(Stored dataset items)
*-*-*

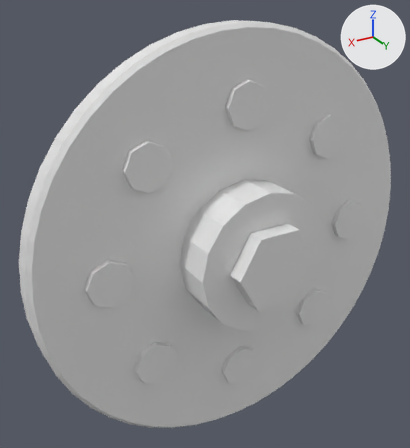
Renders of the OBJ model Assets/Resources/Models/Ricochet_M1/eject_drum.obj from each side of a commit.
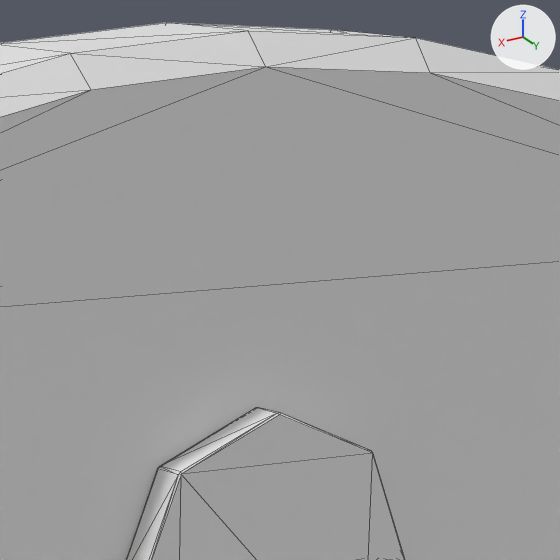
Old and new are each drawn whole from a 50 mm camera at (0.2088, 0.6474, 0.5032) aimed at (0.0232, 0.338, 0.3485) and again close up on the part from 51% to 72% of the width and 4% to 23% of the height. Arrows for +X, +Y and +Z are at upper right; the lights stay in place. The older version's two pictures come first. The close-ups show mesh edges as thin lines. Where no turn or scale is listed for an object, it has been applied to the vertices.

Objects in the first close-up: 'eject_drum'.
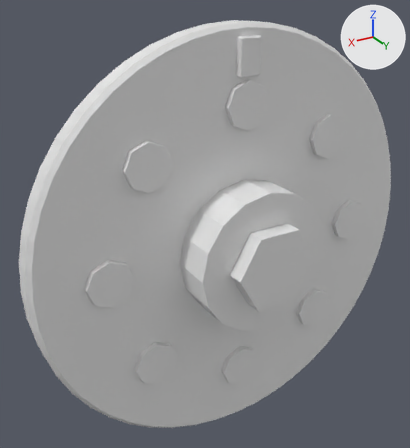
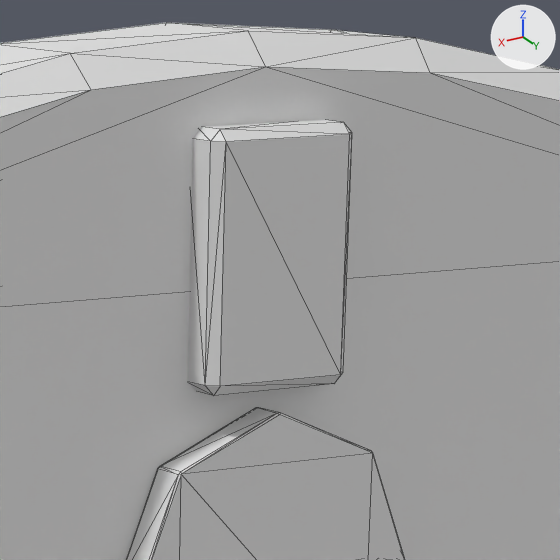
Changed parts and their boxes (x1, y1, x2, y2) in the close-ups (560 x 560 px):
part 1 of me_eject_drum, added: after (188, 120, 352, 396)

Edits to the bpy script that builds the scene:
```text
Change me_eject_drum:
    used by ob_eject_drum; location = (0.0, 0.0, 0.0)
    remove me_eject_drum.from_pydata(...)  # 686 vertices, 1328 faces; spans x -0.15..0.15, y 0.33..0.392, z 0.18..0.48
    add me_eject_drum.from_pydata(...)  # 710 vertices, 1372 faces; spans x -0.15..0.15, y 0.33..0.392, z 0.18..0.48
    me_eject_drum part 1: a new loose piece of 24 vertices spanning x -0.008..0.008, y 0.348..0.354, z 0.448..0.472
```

*-*-*

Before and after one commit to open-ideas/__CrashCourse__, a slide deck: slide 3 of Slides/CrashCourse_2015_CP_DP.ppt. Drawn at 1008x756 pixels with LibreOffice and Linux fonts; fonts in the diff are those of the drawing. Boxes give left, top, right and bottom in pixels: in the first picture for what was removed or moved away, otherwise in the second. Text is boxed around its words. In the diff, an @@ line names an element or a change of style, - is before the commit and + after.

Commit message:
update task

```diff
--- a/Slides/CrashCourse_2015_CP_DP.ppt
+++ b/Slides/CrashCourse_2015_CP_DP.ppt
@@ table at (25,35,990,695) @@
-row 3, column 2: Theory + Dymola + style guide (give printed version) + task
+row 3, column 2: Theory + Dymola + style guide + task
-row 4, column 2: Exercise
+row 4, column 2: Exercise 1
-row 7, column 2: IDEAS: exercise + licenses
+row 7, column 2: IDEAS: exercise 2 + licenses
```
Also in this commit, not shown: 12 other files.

*-*-*

→ TASK TO CARRY OUT:
Please return all lines above in which the string "licenses" is found.

→ WRITTEN SOLUTION:
-row 7, column 2: IDEAS: exercise + licenses
+row 7, column 2: IDEAS: exercise 2 + licenses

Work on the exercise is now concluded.